Even though Trump almost certainly won’t be removed, the breadth of support for impeachment, especially when compared with his approval ratings, could have important repercussions in the 2020 election. For roughly the entire Trump presidency, a small majority of Americans has disapproved of Trump, while a substantial minority has approved of his tenure. Yet despite this disapproval, most members of that majority did not support removing the president.
That changed in late September, as the Ukraine scandal metastasized and House Speaker Nancy Pelosi launched an impeachment inquiry. Suddenly, most of the disapprovers backed removal. In other words, the inquiry may not have changed many minds about Trump, but it did change minds about the appropriate remedy for his conduct in office. And while Trump and his allies deserve credit for muddying the waters in the weeks since, and for preventing large numbers of defections among his supporters, there haven’t been any substantial defections from those who support impeachment, either.
This dynamic may help to explain news over the weekend that Representative Jeff Van Drew, a Democrat from New Jersey, will switch parties. Van Drew will make for an odd Republican: He has endorsed Senator Cory Booker for president, voted with Pelosi on most issues, and has been a Democratic elected official for decades. But he has been an outspoken opponent of impeachment. This placed him in a tough spot, politically: Running as a moderate helped him flip a Republican district in the 2018 election, but given the strength of pro-impeachment feelings among Democrats, his stance would have made it hard for him to survive a Democratic-primary challenge.
The intensity of anti-Trump feeling could remain influential long after the Senate trial ends, because once a voter decides that she not only dislikes the president but feels he ought to be removed from office, it’s tougher to imagine that future events, from a booming economy to a trade deal, will persuade her to change her mind and support him.
This may be why, despite Trump’s repeated insistence that impeachment is good for him, he is not mad, and actually he finds this funny, he is apoplectic about the process.
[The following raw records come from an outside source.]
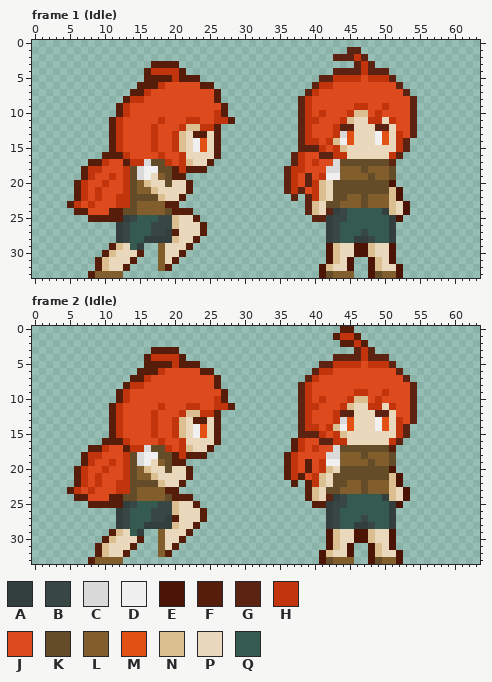
One commit to this pixel-art file: Sprites/MC/MC.aseprite. The first picture shows the starting point.
64x34 pixels, 32 frames. Shown: frame 1 (Idle), frame 2 (Idle). The commit also changed other frames, which this record leaves out.
Visible layers, top first: "outline", "rightarm", "shorts", "hair", "rightleg", "leftleg", "torso", "Head", "leftarm", "refer", "oldbody".
Palette (. is transparent): A #323f3c  B #384744  C #dadada  D #f0f0f0  E #4c1404  F #561d0b  G #5c2312  H #c2340c  J #dc4a1e  K #634c27  L #815e2c  M #e25113  N #dcbf90  P #e9d8bc  Q #355a50
Pixels before, frame 1 (Idle), first column x 5:
 1 ........................................GG........
 2 ......................................GGGHG.......
 3 ............FFFF.........................GHG......
 4 ...........FHHHHF.....................GGGGHGGG....
 5 ...........FFFFHFFF.................GGHHHHJHHHG...
 6 ..........FFFHJJJJJFF..............GHHJJJJJJJJJG..
 7 .........FFHJJJJJJJJJF............GHJJJJJJJJJJJJG.
 8 ........FHHJJJJJJJJJJF...........GHJJJJJJJJJJJJJJG
 9 .......FHJJJJJJJJJJJJJF..........GHJJJJJJHHJJHJJJG
10 .......FHJJJJJJJJJJJJHF..........GHJHJJJHNNJHJJJJG
11 ......FHJJJJJHJJJHHJJHHF.........GHHJJJHNPPHHPHJJG
12 ......FHJJJJHJJJHNNHHF...........GHJJJHGGPPPGGPJJG
13 ......FHJJJJHJJHNPFFPF...........GHJJJHCMPPPDMPHJG
14 ......FHJJJJHJJHNPDMPF...........GHHJHNDMPPPDMPHG.
15 ......FHJJJJHJJHNPDMPF...........GGGHJHNPPPPPPPHG.
16 .....FFFHJJJJHJJHPPPPF..........GHJJGGHHPPPPPPHG..
17 ...FFHJJFHHCKKHJHNPPF...........GHJHJJCKKKKKKKG...
18 ..FHHJJJHKCDDKKFHFFF...........GHHJJJCCLLLKLLLK...
19 ..FHJJHJHKCDPLKFF..............GHJGJHDDLLLLKLLK...
20 .FHJJHJJHKLNPPKPPF.............GHJGHNPKKKKKKKKE...
21 .FHJHJJJHKLLNPPPPF.............GHGJHNPKKKKKKKKNE..
22 .FHJHJJHHKKKKNPPF...............G.GHNPKKLLKLLLNE..
23 FHJHJJJHHKLLLLFF..................GNPKKLLLKLLLNPE.
24 .FFJJJFFKKLLLLKFFF................GNPGABQQQQQANPE.
25 ...FFFFFABQQQBBNPPF................GGABBQQQQQQAE..
26 .......ABQQQBBBNPPPF.................ABQQQQQQQA...
27 .......ABQQQBBAFPPPF.................ABQQQBQQQA...
28 .......ABQQAAAANPPF..................ABQQAABQQA...
29 ......FNPQA..LPPPF...................ENPPEENPPE...
30 .....FNPPPF..LPPF....................ENPPEENPPE...
31 ....FNPPPF...LPF.....................ENPE..ENPE...
32 ....FNPPF....LF.....................ENPPE..ENPPE..
33 ...FLLLL............................EKLLL..EKLLE..
Pixels before, frame 2 (Idle), first column x 5:
 0 .......................................FF.........
 1 ......................................FHHF........
 2 .......................................FFHF.......
 3 ............FFFF.........................GHG......
 4 ...........FHHHHF.....................GGGGHGGG....
 5 ...........FFFFHFFF.................GGHHHHJHHHG...
 6 ..........FFFHJJJJJFF..............GHHJJJJJJJJJG..
 7 .........FFHJJJJJJJJJF............GHJJJJJJJJJJJJG.
 8 ........FHHJJJJJJJJJJF...........GHJJJJJJJJJJJJJJG
 9 .......FHJJJJJJJJJJJJJF..........GHJJJJJJHHJJHJJJG
10 .......FHJJJJJJJJJJJJHF..........GHJHJJJHNNJHJJJJG
11 ......FHJJJJJHJJJHHJJHHF.........GHHJJJHNPPHHPHJJG
12 ......FHJJJJHJJJHNNHHF...........GHJJJHGGPPPGGPJJG
13 ......FHJJJJHJJHNPFFPF...........GHJJJHCMPPPDMPHJG
14 ......FHJJJJHJJHNPDMPF...........GHHJHNDMPPPDMPHG.
15 ......FHJJJJHJJHNPDMPF...........GGGHJHNPPPPPPPHG.
16 .....FFFHJJJJHJJHPPPPF..........FHJJGGHHPPPPPPHG..
17 ...FFHJJFHHCKKHJHNPPF...........FHJHJJCKKKKKKKF...
18 ..FHHJJJHKCDDKKFHFFF...........FHJJJJCCLLLKLLLK...
19 ..FHJJHJHKCDPLKFF..............FHJFJHDDLLLLKLLK...
20 .FHJJHJJHKLNPPKPPF.............FHJFJHNPKKKKKKKE...
21 .FHJHJJJHKLLNPPPPF.............FHFJHNPKKKKKKKKNE..
22 .FHJHJJHHKKKKNPPF...............F.FHNPKKLLKLLLNE..
23 FHJHJJJHHKLLLLFF..................FNPKKLLLKLLLNPE.
24 .FFJJJFFKKLLLLKFFF................FNPGABQQQQQANPE.
25 ...FFFFFABQQQBBNPPF................FFABBQQQQQQAE..
26 .......ABQQQBBBNPPPF.................ABQQQQQQQA...
27 .......ABQQQBBAFPPPF.................ABQQQBQQQA...
28 .......ABQQAAAANPPF..................ABQQAABQQA...
29 ......FNPQA..LPPPF...................ENPPEENPPE...
30 .....FNPPPF..LPPF....................ENPPEENPPE...
31 ....FNPPPF...LPF.....................ENPE..ENPE...
32 ....FNPPF....LF.....................ENPPE..ENPPE..
33 ...FLLLL............................EKLLL..EKLLE..
The result:
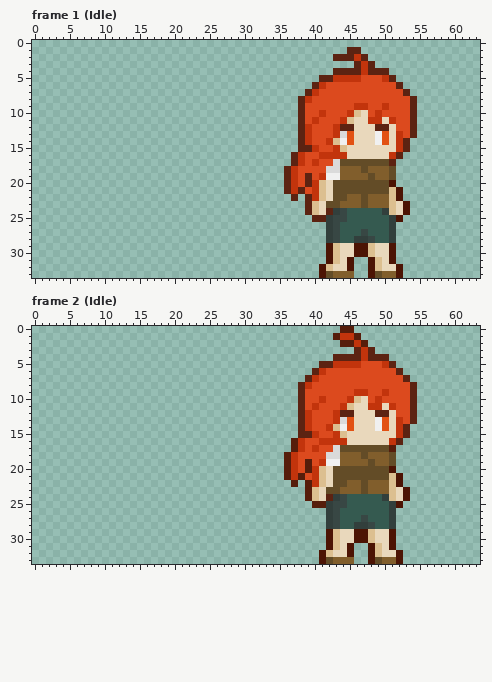
Diff:
layer "refer" now hidden
Changed rows in their new state; - is an unchanged pixel.
Frame 1 (Idle):
first column x 5:
 3 ------------....-----------------------------
 4 -----------......----------------------------
 5 -----------........------------------------JJ
 6 ----------...........----------------J-------
 7 ---------.............-----------------------
 8 --------..............-----------------------
 9 -------................-----------J----------
10 -------................-----------J-------P--
11 ------..................----------J----------
12 ------................-----------------------
13 ------................-----------------------
14 ------................-------------J---------
15 ------................-------------HJ--------
16 -----.................--------------HH-------
17 ---..................------------------------
18 --..................-------------J-----------
19 --...............----------------------------
20 -.................---------------------------
21 -.................---------------------------
22 -................----------------------------
23 ................-----------------------------
24 -.................---------------------------
25 ---................--------------------------
26 -------.............-------------------------
27 -------.............-------------------------
28 -------............--------------------------
29 ------.....--.....---------------------------
30 -----......--....----------------------------
31 ----......---...-----------------------------
32 ----.....----..------------------------------
33 ---.....-------------------------------------
Frame 2 (Idle):
first column x 5:
 3 ------------....-----------------------------
 4 -----------......----------------------------
 5 -----------........------------------------JJ
 6 ----------...........----------------J-------
 7 ---------.............-----------------------
 8 --------..............-----------------------
 9 -------................-----------J----------
10 -------................-----------J-------P--
11 ------..................----------J----------
12 ------................-----------------------
13 ------................-----------------------
14 ------................-------------J---------
15 ------................-------------HJ--------
16 -----.................--------------HH-------
17 ---..................------------------------
18 --..................-------------------------
19 --...............----------------------------
20 -.................-----------------HNPK------
21 -.................---------------------------
22 -................----------------------------
23 ................-----------------------------
24 -.................---------------------------
25 ---................--------------------------
26 -------.............-------------------------
27 -------.............-------------------------
28 -------............--------------------------
29 ------.....--.....---------------------------
30 -----......--....----------------------------
31 ----......---...-----------------------------
32 ----.....----..------------------------------
33 ---.....-------------------------------------
Where, in picture pixels (left, top, right, bottom), the same in both pictures:
erased: (67, 61, 235, 278)
changed: (368, 75, 382, 82)
changed: (298, 82, 368, 173)
erased: (67, 347, 235, 564)
changed: (368, 361, 382, 368)
changed: (305, 368, 368, 473)

The president has a keen intuitive grasp of politics and understands the challenge facing him. While it may be true, as his campaign says, that impeachment has motivated his base to support him more strongly, it has also motivated his opposition—and that opposition remains significantly larger.
Trump’s most likely path to reelection has always been to repeat his 2016 feat of losing the popular vote but winning the Electoral College. That path remains open, but the past two months has made the chance that Trump could win a plurality or majority of the popular vote even smaller.
The matter is fairly simple: Impeachment is popular. The president is not.